September 17, 2008

Battle in Seattle.

Battle in Seattle "Flapping like a scarecrow in the wind, Battle in Seattle is too frantic to make more than a transitory impression, yet too responsibly hackneyed in its characterizations to achieve pure tabloid hysteria," writes J Hoberman in the Voice. "In that sense, it's true to the actual event. The impression that the movie leaves is less what the French activist Yves Frémion termed an 'orgasm of history' than a hiccup. The world held its breath and moved on."

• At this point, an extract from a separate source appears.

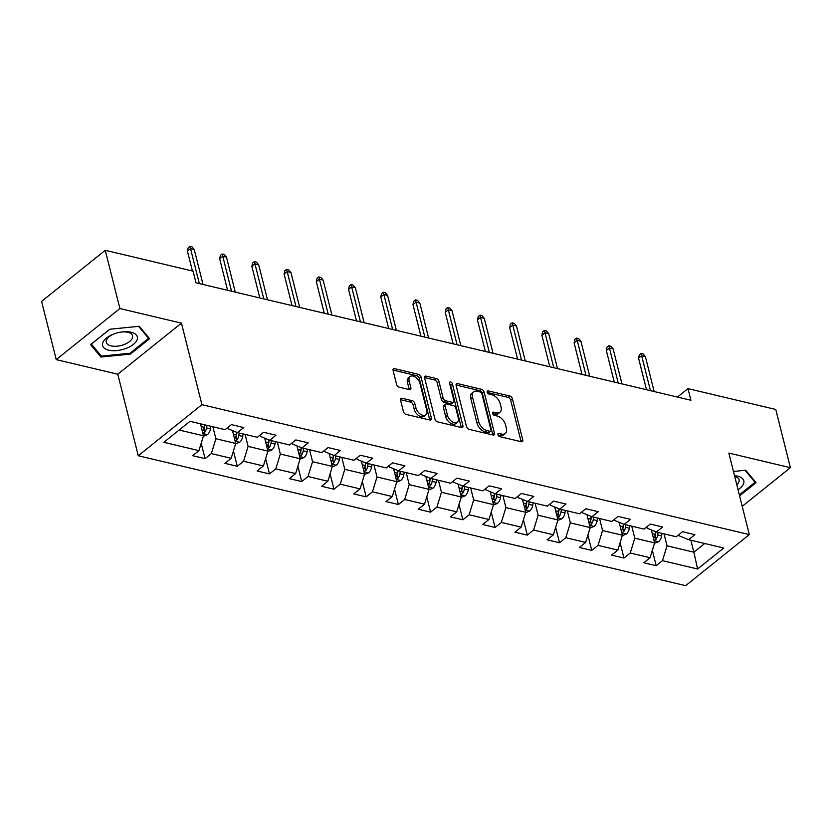 <?xml version="1.0" encoding="UTF-8"?>
<svg xmlns="http://www.w3.org/2000/svg" width="832" height="832" viewBox="0 0 832 832"><rect width="100%" height="100%" fill="white"/><g stroke="black" fill="none" stroke-linecap="round" stroke-linejoin="round"><path stroke-width="1.25" d="M497.921 434.678A1.893 1.134 51.3 0 0 499.741 436.623L521.29 441.73A2.704 1.612 51.3 0 0 522.402 441.553A2.704 1.612 51.3 0 0 522.746 439.93L512.408 398.778A2.704 1.612 51.3 0 0 509.808 396.011L488.259 390.894A1.893 1.134 51.3 0 0 487.479 391.019A1.893 1.134 51.3 0 0 487.24 392.163A1.893 1.134 51.3 0 0 489.06 394.098L491.858 394.763A8.642 5.169 51.3 0 1 500.178 403.614L501.041 407.046A8.642 5.169 51.3 0 1 499.959 412.246A8.642 5.169 51.3 0 1 496.392 412.818L493.605 412.162A1.893 1.134 51.3 0 0 492.825 412.287A1.893 1.134 51.3 0 0 492.586 413.421A1.893 1.134 51.3 0 0 494.406 415.355L497.193 416.021A8.642 5.169 51.3 0 1 505.523 424.882L506.376 428.303A8.642 5.169 51.3 0 1 505.305 433.503A8.642 5.169 51.3 0 1 501.727 434.086L498.94 433.42A1.893 1.134 51.3 0 0 498.16 433.545A1.893 1.134 51.3 0 0 497.921 434.678M401.97 398.258A2.704 1.612 51.3 0 0 400.858 398.434A2.704 1.612 51.3 0 0 400.525 400.067L403.416 411.611A2.704 1.612 51.3 0 0 406.026 414.378L429.946 420.056A2.704 1.612 51.3 0 0 431.059 419.879A2.704 1.612 51.3 0 0 431.402 418.246L421.065 377.094A2.704 1.612 51.3 0 0 418.465 374.327L394.534 368.649A2.704 1.612 51.3 0 0 393.422 368.836A2.704 1.612 51.3 0 0 393.089 370.458L396.583 384.405A2.704 1.612 51.3 0 0 399.194 387.171L409.427 389.605A2.704 1.612 51.3 0 0 410.54 389.418A2.704 1.612 51.3 0 0 410.883 387.795L409.146 380.879A7.228 4.316 51.3 0 1 410.051 376.532A7.228 4.316 51.3 0 1 415.584 377.25A7.228 4.316 51.3 0 1 419.994 383.458L426.795 410.55A7.228 4.316 51.3 0 1 425.89 414.898A7.228 4.316 51.3 0 1 420.347 414.17A7.228 4.316 51.3 0 1 415.948 407.971L414.814 403.458A2.704 1.612 51.3 0 0 412.214 400.691L401.97 398.258L400.442 399.485M181.449 323.149L119.891 308.537L105.269 250.307L41.6 301.382L56.222 359.611L117.78 374.223L138.258 455.738L201.926 404.664L181.449 323.149L117.78 374.223M742.217 506.334L790.4 467.688L728.842 453.076L749.32 534.591L201.926 404.664M790.4 467.688L775.778 409.458L687.981 388.617L677.446 397.072M105.269 250.307L193.055 271.149L195.988 282.797L690.914 400.265L687.981 388.617M466.482 426.577A2.704 1.612 51.3 0 0 469.082 429.343L493.002 435.022A2.704 1.612 51.3 0 0 494.125 434.845A2.704 1.612 51.3 0 0 494.458 433.212L484.12 392.07A2.704 1.612 51.3 0 0 481.52 389.303L457.59 383.614A2.704 1.612 51.3 0 0 456.477 383.802A2.704 1.612 51.3 0 0 456.144 385.424L466.482 426.577M461.479 427.534L437.549 421.855A2.704 1.612 51.3 0 1 434.949 419.089L424.611 377.936A2.704 1.612 51.3 0 1 424.954 376.314A2.704 1.612 51.3 0 1 426.067 376.137L436.301 378.57A2.704 1.612 51.3 0 1 438.911 381.337L443.102 398.018A2.704 1.612 51.3 0 0 445.702 400.785L452.494 402.397A2.704 1.612 51.3 0 0 453.606 402.22A2.704 1.612 51.3 0 0 453.95 400.598L449.582 383.219A1.893 1.134 51.3 0 1 449.821 382.086A1.893 1.134 51.3 0 1 451.266 382.273A1.893 1.134 51.3 0 1 452.421 383.895L462.925 425.734A2.704 1.612 51.3 0 1 462.592 427.357A2.704 1.612 51.3 0 1 461.479 427.534M138.258 455.738L685.651 585.666L749.32 534.591M205.057 458.63L211.338 453.586L231.171 458.297L224.89 463.33L237.286 466.274L243.568 461.24L263.39 465.941L257.109 470.985L269.506 473.918L275.787 468.884L295.62 473.585L289.338 478.629L301.735 481.572L308.017 476.528L327.839 481.239L321.558 486.273L333.954 489.216L340.236 484.182L360.069 488.883L353.787 493.927L366.174 496.87L372.455 491.826L392.288 496.538L386.006 501.571L398.403 504.514L404.685 499.481L424.518 504.182L418.236 509.226L430.622 512.158L436.904 507.125L456.737 511.836L450.455 516.87L462.852 519.813L469.134 514.769L488.966 519.48L482.685 524.514L495.071 527.457L501.353 522.423L521.186 527.124L514.904 532.168L527.301 535.111L533.582 530.067L553.405 534.778L547.123 539.812L559.52 542.755L565.802 537.722L585.634 542.422L579.353 547.466L591.75 550.41L598.031 545.366L617.854 550.077L611.572 555.11L623.969 558.054L630.25 553.02L650.083 557.721L643.802 562.765L656.198 565.698L662.47 560.664L697.59 568.994L723.746 548.018L688.626 539.687L694.907 534.643L682.521 531.7L676.239 536.744L656.406 532.033L662.688 526.999L650.291 524.056L644.01 529.09L624.187 524.389L630.469 519.345L618.072 516.402L611.79 521.446L591.958 516.734L598.239 511.701L585.842 508.758L579.561 513.791L559.738 509.09L566.02 504.046L553.623 501.114L547.342 506.147L527.509 501.436L533.79 496.402L521.394 493.459L515.122 498.503L495.29 493.792L501.571 488.758L489.174 485.815L482.893 490.849L463.06 486.148L469.342 481.104L456.955 478.161L450.674 483.205L430.841 478.494L437.122 473.46L424.726 470.517L418.444 475.55L398.611 470.85L404.893 465.806L392.506 462.862L386.225 467.906L366.392 463.195L372.674 458.162L360.277 455.218L353.995 460.252L334.173 455.551L340.444 450.507L328.058 447.574L321.776 452.608L301.943 447.907L308.225 442.863L295.828 439.92L289.546 444.964L269.724 440.253L276.006 435.219L263.609 432.276L257.327 437.31L237.494 432.609L243.776 427.565L231.379 424.622L225.098 429.666L189.987 421.325L163.831 442.312L198.942 450.642L192.67 455.686L205.057 458.63L201.198 443.269M232.471 430.539L235.716 443.456L215.883 438.745L212.867 426.764M227.916 427.409L228.27 428.813L237.494 432.609M215.883 438.745L211.338 453.586M235.716 443.456L231.171 458.297M264.69 438.183L267.935 451.1L248.102 446.399L245.097 434.408M260.146 435.053L260.499 436.457L269.724 440.253M248.102 446.399L243.568 461.24M267.935 451.1L263.39 465.941M296.92 445.838L300.165 458.754L280.332 454.043L277.316 442.062M292.365 442.697L292.718 444.111L301.943 447.907M280.332 454.043L275.787 468.884M300.165 458.754L295.62 473.585M329.139 453.482L332.384 466.398L312.551 461.698L309.546 449.706M324.594 450.351L324.948 451.755L334.173 455.551M312.551 461.698L308.017 476.528M332.384 466.398L327.839 481.239M361.369 461.126L364.614 474.053L344.781 469.342L341.765 457.35M356.814 457.995L357.167 459.399L366.392 463.195M344.781 469.342L340.236 484.182M364.614 474.053L360.069 488.883M393.588 468.78L396.833 481.697L377 476.996L373.994 465.005M389.043 465.65L389.397 467.054L398.611 470.85M377 476.996L372.455 491.826M396.833 481.697L392.288 496.538M425.807 476.424L429.052 489.341L409.23 484.64L406.214 472.649M421.262 473.294L421.616 474.698L430.841 478.494M409.23 484.64L404.685 499.481M429.052 489.341L424.518 504.182M458.037 484.078L461.282 496.995L441.449 492.284L438.443 480.303M453.482 480.938L453.835 482.352L463.06 486.148M441.449 492.284L436.904 507.125M461.282 496.995L456.737 511.836M490.256 491.722L493.501 504.639L473.678 499.938L470.662 487.947M485.711 488.592L486.065 489.996L495.29 493.792M473.678 499.938L469.134 514.769M493.501 504.639L488.966 519.48M522.486 499.377L525.73 512.294L505.898 507.582L502.892 495.591M517.93 496.236L518.284 497.65L527.509 501.436M505.898 507.582L501.353 522.423M525.73 512.294L521.186 527.124M554.705 507.021L557.95 519.938L538.127 515.237L535.111 503.246M550.16 503.89L550.514 505.294L559.738 509.09M538.127 515.237L533.582 530.067M557.95 519.938L553.405 534.778M586.934 514.665L590.179 527.592L570.346 522.881L567.33 510.89M582.379 511.534L582.733 512.938L591.958 516.734M570.346 522.881L565.802 537.722M590.179 527.592L585.634 542.422M619.154 522.319L622.398 535.236L602.566 530.525L599.56 518.544M614.609 519.189L614.962 520.593L624.187 524.389M602.566 530.525L598.031 545.366M622.398 535.236L617.854 550.077M651.383 529.963L654.628 542.88L634.795 538.179L631.779 526.188M646.828 526.833L647.182 528.237L656.406 532.033M634.795 538.179L630.25 553.02M654.628 542.88L650.083 557.721M690.862 540.207L693.867 552.198L667.014 545.823L664.009 533.842M679.058 534.477L679.411 535.891L688.626 539.687M667.014 545.823L662.47 560.664M704.714 543.504L693.867 552.198L697.59 568.994M119.891 308.537L56.222 359.611M179.14 430.03L203.486 435.812L200.481 423.821M203.486 435.812L198.942 450.642M652.34 550.347L656.198 565.698M620.11 542.703L623.969 558.054M587.891 535.059L591.75 550.41M555.662 527.405L559.52 542.755M523.442 519.761L527.301 535.111M491.223 512.106L495.071 527.457M458.994 504.462L462.852 519.813M426.774 496.808L430.622 512.158M394.545 489.164L398.403 504.514M362.326 481.52L366.174 496.87M330.096 473.866L333.954 489.216M297.877 466.222L301.735 481.572M265.647 458.567L269.506 473.918M233.428 450.923L237.286 466.274M739.596 495.872L756.07 482.664L745.722 470.236L733.46 471.463M90.553 344.635L100.901 357.053L130.426 354.099L149.594 338.718L139.256 326.29L109.73 329.254L90.553 344.635M130.177 353.09L130.426 354.099M100.36 354.879L100.901 357.053M498.025 434.99L500.011 435.458A8.642 5.169 51.3 0 0 503.578 434.886L505.305 433.503M499.959 412.246L498.243 413.629A8.642 5.169 51.3 0 1 494.666 414.201L492.69 413.733M521.092 441.688A2.704 1.612 51.3 0 0 521.019 441.314L510.682 400.161A2.704 1.612 51.3 0 0 508.082 397.394L487.344 392.465M492.804 434.97A2.704 1.612 51.3 0 0 492.742 434.595L482.404 393.442A2.704 1.612 51.3 0 0 479.804 390.676L456.071 385.05M489.975 431.288A1.893 1.134 51.3 0 0 490.755 431.163A1.893 1.134 51.3 0 0 490.984 430.03L481.915 393.91A1.893 1.134 51.3 0 0 480.095 391.966L477.152 391.269A8.642 5.169 51.3 0 0 473.585 391.841A8.642 5.169 51.3 0 0 472.503 397.051L478.702 421.741A8.642 5.169 51.3 0 0 487.032 430.591L489.975 431.288L488.249 432.671A1.893 1.134 51.3 0 0 489.029 432.546L490.755 431.163M473.585 391.841L471.858 393.224A8.642 5.169 51.3 0 0 470.777 398.424L472.503 397.051M488.249 432.671L485.306 431.974A8.642 5.169 51.3 0 1 476.986 423.114L470.777 398.424M424.549 377.562L434.585 379.943L436.301 378.57M453.606 402.22L451.89 403.603A2.704 1.612 51.3 0 1 450.767 403.78L443.976 402.168A2.704 1.612 51.3 0 1 441.376 399.402L437.185 382.71A2.704 1.612 51.3 0 0 434.585 379.943M461.271 427.492A2.704 1.612 51.3 0 0 461.209 427.118L450.705 385.278A1.893 1.134 51.3 0 0 449.727 383.791M447.45 415.345A7.228 4.316 51.3 0 0 451.849 421.543A7.228 4.316 51.3 0 0 457.392 422.261A7.228 4.316 51.3 0 0 458.297 417.914L455.894 408.366A2.704 1.612 51.3 0 0 453.294 405.6L446.503 403.988A2.704 1.612 51.3 0 0 445.39 404.165A2.704 1.612 51.3 0 0 445.047 405.798L447.45 415.345L445.723 416.718A7.228 4.316 51.3 0 0 450.133 422.926A7.228 4.316 51.3 0 0 455.676 423.644L457.392 422.261M445.39 404.165L443.664 405.548A2.704 1.612 51.3 0 0 443.331 407.17L445.047 405.798M445.723 416.718L443.331 407.17M425.89 414.898L424.174 416.27A7.228 4.316 51.3 0 1 418.631 415.553A7.228 4.316 51.3 0 1 414.232 409.354L413.098 404.841A2.704 1.612 51.3 0 0 410.488 402.064L400.452 399.682M410.051 376.532L408.325 377.915A7.228 4.316 51.3 0 0 407.42 382.262L409.146 380.879M409.23 389.553A2.704 1.612 51.3 0 0 409.157 389.178L407.42 382.262M429.749 420.004A2.704 1.612 51.3 0 0 429.676 419.63L419.338 378.477A2.704 1.612 51.3 0 0 416.738 375.71L393.016 370.084M654.482 543.358L658.59 541.663A7.29 4.638 -76.6 0 0 661.617 535.891L662.043 533.374M651.674 531.149L651.841 530.161M653.962 540.249L655.886 539.406A7.29 4.638 -76.6 0 0 657.696 534.955L658.112 532.438M655.907 531.825L655.408 534.799A3.713 2.361 103.4 0 1 655.044 536.058L655.886 539.406M655.658 531.731L655.21 534.362A7.29 4.638 103.4 0 1 653.546 538.616M650.447 390.666L641.659 355.69L638.57 358.176L639.319 354.796L641.046 353.413L641.659 355.69L645.382 356.574L654.16 391.539M638.57 358.176L646.485 389.719M641.046 353.413L643.105 353.902L645.382 356.574M754.718 481.042L755.03 482.29L739.346 494.874M745.056 470.309L755.03 482.29M738.036 489.653A17.888 8.726 165.9 0 0 734.531 475.706M736.809 484.796A13.541 6.604 165.9 0 0 739.034 479.731A13.541 6.604 165.9 0 0 734.687 476.32M108.774 350.178A17.888 8.726 165.9 0 0 133.39 344.396A17.888 8.726 165.9 0 0 131.144 332.238A17.888 8.726 165.9 0 0 122.21 331.926A17.888 8.726 165.9 0 0 113.589 334.09A17.888 8.726 165.9 0 0 108.774 350.178M114.14 333.882A13.541 6.604 165.9 0 0 106.298 342.378A13.541 6.604 165.9 0 0 110.958 345.873A13.541 6.604 165.9 0 0 125.757 343.834A13.541 6.604 165.9 0 0 132.558 335.785A13.541 6.604 165.9 0 0 127.899 332.29A13.541 6.604 165.9 0 0 121.638 331.999M138.58 326.362L148.564 338.343L129.99 353.246L101.379 356.106L91.354 344.074L109.855 329.243M148.252 337.095L148.564 338.343M622.253 535.704L626.371 534.009A7.29 4.638 -76.6 0 0 629.398 528.237L629.814 525.72M619.455 523.494L619.622 522.506M621.743 532.605L623.657 531.762A7.29 4.638 -76.6 0 0 625.466 527.311L625.893 524.794M623.678 524.181L623.178 527.145A3.713 2.361 103.4 0 1 622.814 528.403L623.657 531.762M623.438 524.077L622.991 526.718A7.29 4.638 103.4 0 1 621.327 530.962M590.034 528.06L594.142 526.365A7.29 4.638 -76.6 0 0 597.168 520.593L597.594 518.076M587.226 515.85L587.392 514.862M589.514 524.95L591.438 524.108A7.29 4.638 -76.6 0 0 593.247 519.657L593.663 517.14M591.458 516.526L590.959 519.501A3.713 2.361 103.4 0 1 590.595 520.759L591.438 524.108M591.209 516.433L590.762 519.074A7.29 4.638 103.4 0 1 589.108 523.318M618.218 383.011L609.44 348.046L606.341 350.532L607.1 347.152L608.816 345.769L609.44 348.046L613.153 348.93L621.941 383.895M606.341 350.532L614.266 382.075M608.816 345.769L610.886 346.258L613.153 348.93M585.998 375.367L577.21 340.402L574.122 342.878L574.87 339.498L576.597 338.114L577.21 340.402L580.934 341.276L589.711 376.251M574.122 342.878L582.036 374.421M576.597 338.114L578.656 338.614L580.934 341.276M557.804 520.416L561.922 518.721A7.29 4.638 -76.6 0 0 564.949 512.938L565.365 510.422M555.006 508.196L555.173 507.208M557.294 517.306L559.208 516.464A7.29 4.638 -76.6 0 0 561.018 512.013L561.444 509.496M559.229 508.882L558.73 511.846A3.713 2.361 103.4 0 1 558.376 513.115L559.208 516.464M558.99 508.778L558.542 511.42A7.29 4.638 103.4 0 1 556.878 515.663M525.585 512.762L529.693 511.066A7.29 4.638 -76.6 0 0 532.719 505.294L533.146 502.778M522.777 500.552L522.943 499.564M525.065 509.662L526.989 508.81A7.29 4.638 -76.6 0 0 528.798 504.358L529.225 501.842M527.01 501.238L526.51 504.202A3.713 2.361 103.4 0 1 526.146 505.461L526.989 508.81M526.76 501.134L526.323 503.776A7.29 4.638 103.4 0 1 524.659 508.019M493.355 505.118L497.474 503.422A7.29 4.638 -76.6 0 0 500.5 497.64L500.926 495.134M490.558 492.898L490.724 491.91M492.846 502.008L494.77 501.166A7.29 4.638 -76.6 0 0 496.569 496.714L496.995 494.198M494.78 493.584L494.291 496.548A3.713 2.361 103.4 0 1 493.927 497.817L494.77 501.166M494.541 493.48L494.094 496.122A7.29 4.638 103.4 0 1 492.43 500.375M553.779 367.713L544.991 332.748L541.892 335.234L542.651 331.854L544.367 330.47L544.991 332.748L548.714 333.632L557.492 368.597M541.892 335.234L549.817 366.777M544.367 330.47L546.437 330.959L548.714 333.632M521.55 360.069L512.772 325.104L509.673 327.59L510.422 324.199L512.148 322.826L512.772 325.104L516.485 325.988L525.273 360.953M509.673 327.59L517.598 359.133M512.148 322.826L514.207 323.315L516.485 325.988M489.33 352.414L480.542 317.45L477.443 319.935L478.202 316.555L479.918 315.172L480.542 317.45L484.266 318.334L493.043 353.298M477.443 319.935L485.368 351.478M479.918 315.172L481.988 315.661L484.266 318.334M457.101 344.77L448.323 309.806L445.224 312.291L445.973 308.901L447.699 307.528L448.323 309.806L452.036 310.69L460.824 345.654M445.224 312.291L453.149 343.834M447.699 307.528L449.758 308.017L452.036 310.69M424.882 337.126L416.094 302.151L412.994 304.637L413.754 301.257L415.47 299.874L416.094 302.151L419.817 303.035L428.594 338M412.994 304.637L420.919 336.18M415.47 299.874L417.539 300.362L419.817 303.035M392.652 329.472L383.874 294.507L380.775 296.993L381.524 293.613L383.25 292.23L383.874 294.507L387.587 295.391L396.375 330.356M380.775 296.993L388.7 328.536M383.25 292.23L385.32 292.718L387.587 295.391M360.433 321.828L351.645 286.863L348.546 289.349L349.305 285.958L351.021 284.575L351.645 286.863L355.368 287.737L364.146 322.712M348.546 289.349L356.47 320.882M351.021 284.575L353.09 285.074L355.368 287.737M328.203 314.174L319.426 279.209L316.326 281.694L317.086 278.314L318.802 276.931L319.426 279.209L323.138 280.093L331.926 315.058M316.326 281.694L324.251 313.238M318.802 276.931L320.871 277.42L323.138 280.093M295.984 306.53L287.196 271.565L284.107 274.05L284.856 270.66L286.582 269.287L287.196 271.565L290.919 272.449L299.697 307.414M284.107 274.05L292.022 305.594M286.582 269.287L288.642 269.776L290.919 272.449M263.754 298.875L254.977 263.91L251.878 266.396L252.637 263.016L254.353 261.633L254.977 263.91L258.69 264.794L267.478 299.759M251.878 266.396L259.802 297.939M254.353 261.633L256.422 262.122L258.69 264.794M231.535 291.231L222.758 256.266L219.658 258.752L220.407 255.362L222.134 253.989L222.758 256.266L226.47 257.15L235.258 292.115M219.658 258.752L227.573 290.295M222.134 253.989L224.193 254.478L226.47 257.15M199.316 283.587L190.528 248.622L187.429 251.098L188.188 247.718L189.904 246.334L190.528 248.622L194.251 249.496L203.029 284.461M187.429 251.098L192.431 271.003M189.904 246.334L191.974 246.823L194.251 249.496M461.136 497.463L465.244 495.768A7.29 4.638 -76.6 0 0 468.27 489.996L468.697 487.479M458.328 485.254L458.494 484.266M460.616 494.364L462.54 493.522A7.29 4.638 -76.6 0 0 464.35 489.06L464.776 486.554M462.561 485.94L462.062 488.904A3.713 2.361 103.4 0 1 461.698 490.162L462.54 493.522M462.311 485.836L461.874 488.478A7.29 4.638 103.4 0 1 460.21 492.721M428.917 489.819L433.025 488.124A7.29 4.638 -76.6 0 0 436.051 482.352L436.478 479.835M426.109 477.61L426.275 476.622M428.397 486.71L430.321 485.867A7.29 4.638 -76.6 0 0 432.13 481.416L432.546 478.899M430.342 478.286L429.842 481.26A3.713 2.361 103.4 0 1 429.478 482.518L430.321 485.867M430.092 478.192L429.645 480.823A7.29 4.638 103.4 0 1 427.981 485.077M396.687 482.175L400.795 480.47A7.29 4.638 -76.6 0 0 403.822 474.698L404.248 472.181M393.879 469.955L394.046 468.967M396.167 479.066L398.091 478.223A7.29 4.638 -76.6 0 0 399.901 473.772L400.327 471.255M398.112 470.642L397.613 473.606A3.713 2.361 103.4 0 1 397.249 474.864L398.091 478.223M397.862 470.538L397.426 473.179A7.29 4.638 103.4 0 1 395.762 477.422M364.468 474.521L368.576 472.826A7.29 4.638 -76.6 0 0 371.602 467.054L372.029 464.537M361.66 462.311L361.826 461.323M363.948 471.422L365.872 470.569A7.29 4.638 -76.6 0 0 367.682 466.118L368.098 463.601M365.893 462.987L365.394 465.962A3.713 2.361 103.4 0 1 365.03 467.22L365.872 470.569M365.643 462.894L365.196 465.535A7.29 4.638 103.4 0 1 363.532 469.778M332.238 466.877L336.357 465.182A7.29 4.638 -76.6 0 0 339.383 459.399L339.799 456.893M329.441 454.657L329.607 453.669M331.729 463.767L333.642 462.925A7.29 4.638 -76.6 0 0 335.452 458.474L335.878 455.957M333.663 455.343L333.164 458.307A3.713 2.361 103.4 0 1 332.8 459.576L333.642 462.925M333.424 455.239L332.977 457.881A7.29 4.638 103.4 0 1 331.313 462.124M300.019 459.222L304.127 457.527A7.29 4.638 -76.6 0 0 307.154 451.755L307.58 449.238M297.211 447.013L297.378 446.025M299.499 456.123L301.423 455.27A7.29 4.638 -76.6 0 0 303.233 450.819L303.649 448.313M301.444 447.699L300.945 450.663A3.713 2.361 103.4 0 1 300.581 451.922L301.423 455.27M301.194 447.595L300.747 450.237A7.29 4.638 103.4 0 1 299.083 454.48M267.79 451.578L271.908 449.883A7.29 4.638 -76.6 0 0 274.934 444.101L275.35 441.594M264.992 439.369L265.158 438.37M267.28 448.469L269.194 447.626A7.29 4.638 -76.6 0 0 271.003 443.175L271.43 440.658M269.214 440.045L268.715 443.009A3.713 2.361 103.4 0 1 268.351 444.278L269.194 447.626M268.975 439.941L268.528 442.582A7.29 4.638 103.4 0 1 266.864 446.836M235.57 443.924L239.678 442.229A7.29 4.638 -76.6 0 0 242.705 436.457L243.131 433.94M232.762 431.714L232.929 430.726M235.05 440.825L236.974 439.982A7.29 4.638 -76.6 0 0 238.784 435.521L239.21 433.014M236.995 432.401L236.496 435.365A3.713 2.361 103.4 0 1 236.132 436.623L236.974 439.982M236.746 432.297L236.309 434.938A7.29 4.638 103.4 0 1 234.645 439.182M203.341 436.28L207.459 434.585A7.29 4.638 -76.6 0 0 210.486 428.813L210.902 426.296M202.831 433.17L204.755 432.328A7.29 4.638 -76.6 0 0 206.554 427.877L206.981 425.36M204.755 424.83L204.266 427.721A3.713 2.361 103.4 0 1 203.913 428.979L204.755 432.328M204.506 424.778L204.079 427.284A7.29 4.638 103.4 0 1 202.415 431.538M500.011 435.458L501.727 434.086M492.534 413.015L493.605 412.162M494.666 414.201L496.392 412.818M487.188 391.758L488.259 390.894M508.082 397.394L509.808 396.011M510.682 400.161L512.408 398.778M521.019 441.314L522.746 439.93M497.869 434.283L498.94 433.42M456.061 384.852L457.59 383.614M479.804 390.676L481.52 389.303M482.404 393.442L484.12 392.07M492.742 434.595L494.458 433.212M476.986 423.114L478.702 421.741M485.306 431.974L487.032 430.591M424.528 377.364L426.067 376.137M437.185 382.71L438.911 381.337M441.376 399.402L443.102 398.018M443.976 402.168L445.702 400.785M450.767 403.78L452.494 402.397M450.705 385.278L452.421 383.895M461.209 427.118L462.925 425.734M410.488 402.064L412.214 400.691M413.098 404.841L414.814 403.458M414.232 409.354L415.948 407.971M409.157 389.178L410.883 387.795M393.006 369.886L394.534 368.649M416.738 375.71L418.465 374.327M419.338 378.477L421.065 377.094M429.676 419.63L431.402 418.246M654.066 540.675L658.455 541.715M657.696 534.955L661.617 535.891M652.309 533.676L655.21 534.362M621.847 533.031L626.226 534.071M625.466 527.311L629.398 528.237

"[F]or all its good intentions and its inspirational advocacy for freedom of speech and assembly, Battle in Seattle remains a difficult film to get up and shout about," writes Leo Goldsmith at indieWIRE. "Approaching its subject with a neat idealism and packaging its political fervor in the most facile of forms, the film boasts a cast loaded with Hollywoods both new and old and wraps its message up with eye-rolling naivete."

Updated through 9/20.

Director Stuart Townsend's "refusal to frankly portray who the lead protesters were - namely, anti-government, anti-globalization, anti-capitalism activists - [leaves] the proceedings feeling whitewashed of any prickly elements that might interfere with the film's larger point that the WTO hurts more than helps the planet," writes Nick Schager in Slant. "Even more than this lack of candor, however, Battle in Seattle is undone by unsubtle storytelling, its characters (earnestly embodied by the cast) devoid of dimension, and its creaky melodrama epitomized by a cheap attempt to manipulate through horrible tragedy."

In the Huffington Post, Brad Listi brings up an array of issues with Townsend.

Earlier: Sean Axmaker; and Andrew Hedden's interview with Townsend for Cineaste.

Updates, 9/18: As noted below, Jen Rogue with Andrew Hedden at Anarkismo: "Battle in Seattle lacks an awareness of a major theme of the protests, perhaps their most successful element: solidarity." Still, "For all its errors, Battle in Seattle provides a fun opportunity to return to the question of why the WTO protests represented such a massive victory, and what we as anarchists should focus on in our political work nearly ten years later."

Sean Axmaker talks with Townsend at the Parallax View.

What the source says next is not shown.